Essas demissões iminentes aumentarão para 66 o número de cabeças militares a rolar desde os ataques à democracia do dia 8 - as 63 demissões anteriores centraram-se sobretudo em militares destacados para trabalhar na administração das residências oficiais, principalmente o Palácio da Alvorada, onde mora o presidente.
"Agora, por exemplo, eu não tenho ajudante de ordens. Os meus ajudantes de ordens são os meus companheiros que trabalharam comigo antes. Por que eu não tenho? Eu pego o jornal está o motorista do Augusto Heleno [ex-ministro de Bolsonaro] dizendo que vai me matar e que eu não vou subir a rampa. O outro diz que vai me dar um tiro na cabeça e que eu não vou subir a rampa. Como é que eu vou ter uma pessoa na porta da minha sala que pode me dar um tiro? Então eu coloquei como meus ajudantes de ordem os companheiros que trabalham comigo desde 2010, todos militares".
Segundo o jornal O Globo, entretanto, há mais focos de tensão a caminho: a promoção de generais para o Alto Comando do Exército, em fevereiro, o que gera apreensão no Palácio do Planalto pela possibilidade de ascensão de oficiais ligados ao bolsonarismo, e o 31 de março, data do golpe de Estado de 1964 que impôs a ditadura militar no país, celebrada nos quartéis durante a gestão de Bolsonaro.
Quem está a salvo, pelo menos por enquanto, de demissão é o ministro da Defesa, José Múcio.
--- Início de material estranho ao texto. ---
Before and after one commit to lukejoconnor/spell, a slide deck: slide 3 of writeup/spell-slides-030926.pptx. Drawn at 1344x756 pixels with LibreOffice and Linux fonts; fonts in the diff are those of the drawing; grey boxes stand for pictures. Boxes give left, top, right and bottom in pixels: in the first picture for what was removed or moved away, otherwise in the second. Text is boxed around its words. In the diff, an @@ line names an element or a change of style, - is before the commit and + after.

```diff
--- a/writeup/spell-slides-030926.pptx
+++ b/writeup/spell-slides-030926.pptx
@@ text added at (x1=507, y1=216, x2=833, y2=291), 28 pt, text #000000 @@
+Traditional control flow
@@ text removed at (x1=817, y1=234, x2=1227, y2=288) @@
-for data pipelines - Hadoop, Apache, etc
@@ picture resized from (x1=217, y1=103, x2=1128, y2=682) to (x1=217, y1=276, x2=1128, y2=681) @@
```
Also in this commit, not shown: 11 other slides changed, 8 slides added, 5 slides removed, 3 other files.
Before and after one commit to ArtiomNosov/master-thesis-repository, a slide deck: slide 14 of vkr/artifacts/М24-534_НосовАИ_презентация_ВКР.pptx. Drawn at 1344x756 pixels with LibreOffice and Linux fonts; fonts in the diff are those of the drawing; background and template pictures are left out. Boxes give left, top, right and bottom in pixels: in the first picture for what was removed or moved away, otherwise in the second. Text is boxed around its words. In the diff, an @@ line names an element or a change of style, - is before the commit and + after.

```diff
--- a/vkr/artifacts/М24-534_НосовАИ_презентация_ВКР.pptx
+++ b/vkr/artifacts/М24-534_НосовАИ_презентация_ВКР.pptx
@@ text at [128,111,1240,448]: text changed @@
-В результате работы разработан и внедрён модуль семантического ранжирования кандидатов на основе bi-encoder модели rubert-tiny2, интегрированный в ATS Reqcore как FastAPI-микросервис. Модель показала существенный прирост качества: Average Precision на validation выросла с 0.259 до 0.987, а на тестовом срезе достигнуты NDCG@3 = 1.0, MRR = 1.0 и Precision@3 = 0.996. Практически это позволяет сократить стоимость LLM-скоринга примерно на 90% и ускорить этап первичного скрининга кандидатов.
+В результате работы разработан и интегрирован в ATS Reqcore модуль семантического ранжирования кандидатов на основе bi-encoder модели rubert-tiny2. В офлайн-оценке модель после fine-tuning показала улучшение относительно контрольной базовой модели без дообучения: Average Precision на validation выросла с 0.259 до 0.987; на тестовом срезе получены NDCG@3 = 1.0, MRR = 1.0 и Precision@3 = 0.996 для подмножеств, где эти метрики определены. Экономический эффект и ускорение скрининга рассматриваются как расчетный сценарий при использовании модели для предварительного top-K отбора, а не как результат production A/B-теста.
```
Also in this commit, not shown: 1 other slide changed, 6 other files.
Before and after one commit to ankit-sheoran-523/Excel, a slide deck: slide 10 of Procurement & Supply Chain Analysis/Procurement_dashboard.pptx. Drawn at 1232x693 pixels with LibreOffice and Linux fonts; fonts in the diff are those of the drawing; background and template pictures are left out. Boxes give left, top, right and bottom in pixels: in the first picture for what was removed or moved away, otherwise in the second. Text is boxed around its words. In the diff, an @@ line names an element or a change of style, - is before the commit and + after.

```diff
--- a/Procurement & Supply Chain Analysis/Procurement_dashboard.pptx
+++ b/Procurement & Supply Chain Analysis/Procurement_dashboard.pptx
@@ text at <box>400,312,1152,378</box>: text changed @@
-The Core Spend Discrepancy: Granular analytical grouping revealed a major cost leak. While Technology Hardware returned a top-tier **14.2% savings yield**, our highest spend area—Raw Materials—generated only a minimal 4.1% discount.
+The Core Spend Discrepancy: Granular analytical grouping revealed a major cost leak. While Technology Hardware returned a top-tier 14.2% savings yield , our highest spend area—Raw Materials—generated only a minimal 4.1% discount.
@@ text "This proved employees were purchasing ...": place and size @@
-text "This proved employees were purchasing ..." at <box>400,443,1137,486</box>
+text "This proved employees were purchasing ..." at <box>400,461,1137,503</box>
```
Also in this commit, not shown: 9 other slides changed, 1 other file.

Criticado pelo PT por demonstrar demasiada permissividade no diálogo com os militares e com os vândalos que ameaçaram golpe de Estado no dia 8, o político foi, no entanto, defendido por Lula. "Quem coloca ministro e tira ministro é o presidente da República. O José Múcio fui eu quem trouxe para cá. Ele vai continuar sendo meu ministro, porque eu confio nele. Tenho o mais profundo respeito por ele. Se eu tiver que tirar ministro a cada hora que ele comete um erro vai ser a maior rotatividade de mão de obra da história do Brasil".
Com discurso mais duro desde dia 8, Múcio garantiu à imprensa que o presidente "não perdoará" movimentos golpistas e que as investigações em torno das centenas de envolvidos nos ataques "vão até ao fim".
Na oposição, o general Hamilton Mourão, ex-vice-presidente de Bolsonaro e recém-eleito senador, criticou as atitudes do governo face ao exército. Acusou Lula de "alimentar crise" e classificou de "péssima para o país" a demissão de Arruda do comando do exército.
Estudioso, desde os anos 1980, das Forças Armadas, o cientista social Martins Filho disse à edição brasileira da BBC que Lula deve "tomar cuidado extraordinário, sem baixar a cabeça". "Não podemos cair na armadilha de achar que o general Paiva, sucessor de Arruda, é um dissidente do alto comando do Exército, que é simpático ao governo, que é um democrata, eu sugeriria esperar um tempo para ver, mas acho difícil que ele seja qualquer uma dessas três coisas".
Na imprensa, as posições de Lula vêm merecendo mais elogios do que críticas. A jornalista Cristina Serra escreveu na edição de terça-feira, 24 de janeiro, do jornal Folha de S. Paulo que "Lula tem feito apelos à pacificação do país e é um conciliador. Mas esse perfil não pode ser confundido com falta de autoridade. Foi o que o presidente deixou claro ao assumir seu papel de comandante supremo das forças armadas e determinar a exoneração do general Júlio César Arruda da chefia do Exército".